◆ WHAT TO DO ◆
Compute how many lines in the data below hold the word "selectors", then report that number with nothing else.

[EXERCISE DATA]

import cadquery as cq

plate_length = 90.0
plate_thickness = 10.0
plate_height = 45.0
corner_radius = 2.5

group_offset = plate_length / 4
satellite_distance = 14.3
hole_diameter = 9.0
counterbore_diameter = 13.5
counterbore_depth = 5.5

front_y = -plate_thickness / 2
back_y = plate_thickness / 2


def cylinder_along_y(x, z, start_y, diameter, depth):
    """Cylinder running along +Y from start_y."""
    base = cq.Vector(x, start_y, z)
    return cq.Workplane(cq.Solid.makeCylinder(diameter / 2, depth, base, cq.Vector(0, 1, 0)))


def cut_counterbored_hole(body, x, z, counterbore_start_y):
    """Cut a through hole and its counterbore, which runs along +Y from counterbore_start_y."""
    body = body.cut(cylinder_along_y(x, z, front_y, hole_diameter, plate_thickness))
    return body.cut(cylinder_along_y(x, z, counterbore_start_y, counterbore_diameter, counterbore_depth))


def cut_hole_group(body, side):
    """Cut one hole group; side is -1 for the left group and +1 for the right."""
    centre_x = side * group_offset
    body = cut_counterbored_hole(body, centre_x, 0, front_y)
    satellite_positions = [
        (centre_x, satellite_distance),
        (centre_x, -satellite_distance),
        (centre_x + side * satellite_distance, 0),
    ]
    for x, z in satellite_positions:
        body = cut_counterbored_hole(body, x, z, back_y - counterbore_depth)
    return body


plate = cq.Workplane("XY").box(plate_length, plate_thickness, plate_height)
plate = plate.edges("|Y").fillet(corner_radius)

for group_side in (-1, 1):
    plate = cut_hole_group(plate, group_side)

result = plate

[/EXERCISE DATA]
[EXERCISE DATA]

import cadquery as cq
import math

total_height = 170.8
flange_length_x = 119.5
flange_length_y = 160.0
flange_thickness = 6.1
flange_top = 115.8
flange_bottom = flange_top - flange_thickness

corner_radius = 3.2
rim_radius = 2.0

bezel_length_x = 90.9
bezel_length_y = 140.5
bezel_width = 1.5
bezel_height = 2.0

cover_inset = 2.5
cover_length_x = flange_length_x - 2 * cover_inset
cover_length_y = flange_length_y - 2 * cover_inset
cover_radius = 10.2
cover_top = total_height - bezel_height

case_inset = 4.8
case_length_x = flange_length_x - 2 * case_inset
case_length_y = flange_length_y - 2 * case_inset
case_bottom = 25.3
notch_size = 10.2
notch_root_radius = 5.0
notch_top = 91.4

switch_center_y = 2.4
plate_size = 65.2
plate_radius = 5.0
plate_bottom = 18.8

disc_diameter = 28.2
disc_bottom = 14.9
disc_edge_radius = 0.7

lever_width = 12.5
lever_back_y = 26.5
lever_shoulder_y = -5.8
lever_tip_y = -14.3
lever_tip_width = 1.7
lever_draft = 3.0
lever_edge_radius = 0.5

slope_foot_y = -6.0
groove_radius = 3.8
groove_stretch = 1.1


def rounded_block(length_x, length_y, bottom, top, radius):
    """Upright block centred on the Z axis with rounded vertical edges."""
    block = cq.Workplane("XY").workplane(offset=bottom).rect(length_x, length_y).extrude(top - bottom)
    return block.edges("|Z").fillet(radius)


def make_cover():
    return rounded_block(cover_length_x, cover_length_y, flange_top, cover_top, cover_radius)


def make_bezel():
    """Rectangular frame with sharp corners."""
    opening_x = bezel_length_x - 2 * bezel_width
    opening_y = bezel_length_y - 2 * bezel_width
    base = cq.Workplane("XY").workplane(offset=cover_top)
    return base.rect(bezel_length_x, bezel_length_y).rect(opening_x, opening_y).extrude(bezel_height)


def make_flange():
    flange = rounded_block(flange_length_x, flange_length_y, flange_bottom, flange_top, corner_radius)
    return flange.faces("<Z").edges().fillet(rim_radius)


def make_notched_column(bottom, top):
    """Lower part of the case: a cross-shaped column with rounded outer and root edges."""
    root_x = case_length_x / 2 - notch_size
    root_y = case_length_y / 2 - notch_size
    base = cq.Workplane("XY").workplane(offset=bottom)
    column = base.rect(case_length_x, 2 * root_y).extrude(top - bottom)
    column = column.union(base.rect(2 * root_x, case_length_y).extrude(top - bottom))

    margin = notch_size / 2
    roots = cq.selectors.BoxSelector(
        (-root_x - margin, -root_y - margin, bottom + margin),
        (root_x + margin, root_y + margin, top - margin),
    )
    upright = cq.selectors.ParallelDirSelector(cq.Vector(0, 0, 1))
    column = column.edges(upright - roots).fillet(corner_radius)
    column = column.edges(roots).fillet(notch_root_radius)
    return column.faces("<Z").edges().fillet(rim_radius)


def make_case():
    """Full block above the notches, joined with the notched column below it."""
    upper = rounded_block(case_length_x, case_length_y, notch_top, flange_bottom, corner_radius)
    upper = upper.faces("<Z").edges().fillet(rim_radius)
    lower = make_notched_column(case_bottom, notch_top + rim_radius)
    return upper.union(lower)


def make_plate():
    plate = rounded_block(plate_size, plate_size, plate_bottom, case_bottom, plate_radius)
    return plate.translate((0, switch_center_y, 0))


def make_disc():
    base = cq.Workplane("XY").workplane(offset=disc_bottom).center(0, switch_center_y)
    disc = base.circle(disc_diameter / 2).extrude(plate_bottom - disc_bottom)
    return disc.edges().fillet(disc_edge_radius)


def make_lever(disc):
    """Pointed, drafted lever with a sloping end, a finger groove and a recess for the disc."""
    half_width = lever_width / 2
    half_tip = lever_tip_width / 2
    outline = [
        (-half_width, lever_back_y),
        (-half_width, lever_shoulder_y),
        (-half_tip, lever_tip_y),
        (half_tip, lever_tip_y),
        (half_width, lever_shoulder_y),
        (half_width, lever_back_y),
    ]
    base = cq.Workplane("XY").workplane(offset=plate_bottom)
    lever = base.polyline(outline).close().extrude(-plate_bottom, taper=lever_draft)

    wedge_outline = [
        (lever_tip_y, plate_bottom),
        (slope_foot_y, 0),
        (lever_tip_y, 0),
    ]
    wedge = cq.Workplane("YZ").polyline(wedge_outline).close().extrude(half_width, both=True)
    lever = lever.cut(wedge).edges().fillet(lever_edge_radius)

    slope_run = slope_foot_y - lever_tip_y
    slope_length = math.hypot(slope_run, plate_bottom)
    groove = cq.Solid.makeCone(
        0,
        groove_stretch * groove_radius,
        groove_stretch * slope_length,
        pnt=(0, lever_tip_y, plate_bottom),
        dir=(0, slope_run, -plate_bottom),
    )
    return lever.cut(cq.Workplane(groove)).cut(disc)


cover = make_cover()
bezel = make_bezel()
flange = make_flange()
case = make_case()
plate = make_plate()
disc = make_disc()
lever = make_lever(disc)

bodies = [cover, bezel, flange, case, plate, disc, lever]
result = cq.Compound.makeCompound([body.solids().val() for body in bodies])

[/EXERCISE DATA]
[EXERCISE DATA]

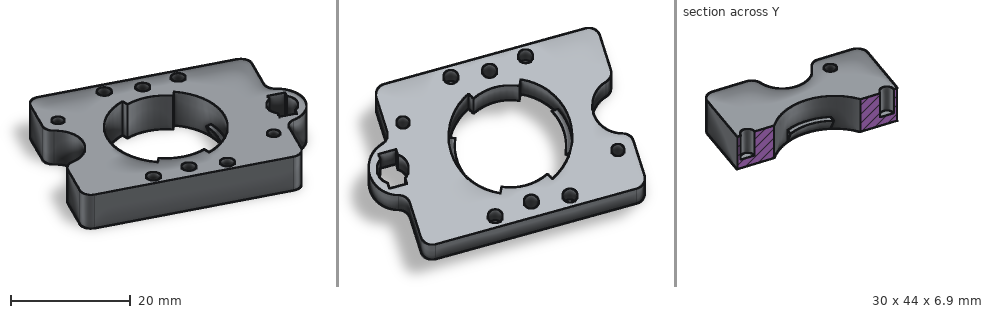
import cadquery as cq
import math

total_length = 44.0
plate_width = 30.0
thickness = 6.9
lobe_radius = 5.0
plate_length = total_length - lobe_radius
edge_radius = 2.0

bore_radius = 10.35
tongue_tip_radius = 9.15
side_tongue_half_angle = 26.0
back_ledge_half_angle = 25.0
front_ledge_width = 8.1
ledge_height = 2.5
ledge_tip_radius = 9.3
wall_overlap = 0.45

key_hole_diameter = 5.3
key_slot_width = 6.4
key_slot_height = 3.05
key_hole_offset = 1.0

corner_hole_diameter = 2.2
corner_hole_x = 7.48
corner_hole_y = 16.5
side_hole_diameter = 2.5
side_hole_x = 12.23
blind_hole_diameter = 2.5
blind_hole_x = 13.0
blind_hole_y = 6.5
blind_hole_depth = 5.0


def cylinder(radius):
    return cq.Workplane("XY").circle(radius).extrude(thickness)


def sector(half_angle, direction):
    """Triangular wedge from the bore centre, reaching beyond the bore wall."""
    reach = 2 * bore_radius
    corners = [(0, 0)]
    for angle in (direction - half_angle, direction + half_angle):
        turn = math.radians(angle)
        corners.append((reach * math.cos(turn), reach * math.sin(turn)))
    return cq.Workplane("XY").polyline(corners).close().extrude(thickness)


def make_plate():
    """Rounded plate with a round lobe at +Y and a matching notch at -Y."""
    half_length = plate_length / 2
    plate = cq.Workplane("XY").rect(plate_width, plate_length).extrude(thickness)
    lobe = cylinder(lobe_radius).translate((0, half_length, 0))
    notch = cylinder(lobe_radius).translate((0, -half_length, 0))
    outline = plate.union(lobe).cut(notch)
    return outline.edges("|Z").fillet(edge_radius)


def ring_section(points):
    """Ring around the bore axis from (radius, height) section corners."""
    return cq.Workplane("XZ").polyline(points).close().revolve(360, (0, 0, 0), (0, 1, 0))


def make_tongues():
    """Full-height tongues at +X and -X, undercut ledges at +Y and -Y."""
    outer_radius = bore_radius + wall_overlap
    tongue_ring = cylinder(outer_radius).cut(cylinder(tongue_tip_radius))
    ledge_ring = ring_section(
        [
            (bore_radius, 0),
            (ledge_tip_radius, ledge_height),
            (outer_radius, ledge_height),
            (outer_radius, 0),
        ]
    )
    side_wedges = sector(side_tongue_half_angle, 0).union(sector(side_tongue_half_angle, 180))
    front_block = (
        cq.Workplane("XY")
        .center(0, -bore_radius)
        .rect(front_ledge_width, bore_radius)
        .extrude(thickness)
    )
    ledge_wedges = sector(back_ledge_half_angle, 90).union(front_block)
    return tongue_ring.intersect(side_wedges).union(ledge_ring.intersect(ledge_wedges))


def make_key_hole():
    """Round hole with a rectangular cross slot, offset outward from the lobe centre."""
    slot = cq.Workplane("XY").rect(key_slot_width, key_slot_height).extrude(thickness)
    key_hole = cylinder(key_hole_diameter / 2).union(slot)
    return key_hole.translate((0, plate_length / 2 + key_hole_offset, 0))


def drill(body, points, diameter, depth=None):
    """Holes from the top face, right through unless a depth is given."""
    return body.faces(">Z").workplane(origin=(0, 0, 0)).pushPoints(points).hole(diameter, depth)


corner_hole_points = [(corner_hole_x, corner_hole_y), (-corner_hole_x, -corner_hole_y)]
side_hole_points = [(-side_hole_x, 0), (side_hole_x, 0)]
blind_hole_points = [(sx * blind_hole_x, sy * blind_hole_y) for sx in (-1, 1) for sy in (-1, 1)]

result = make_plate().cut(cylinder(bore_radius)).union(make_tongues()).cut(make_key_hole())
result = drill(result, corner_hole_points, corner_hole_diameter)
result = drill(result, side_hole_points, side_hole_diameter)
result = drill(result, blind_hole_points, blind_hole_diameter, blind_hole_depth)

[/EXERCISE DATA]

◆ RESPONSE BELOW ◆
2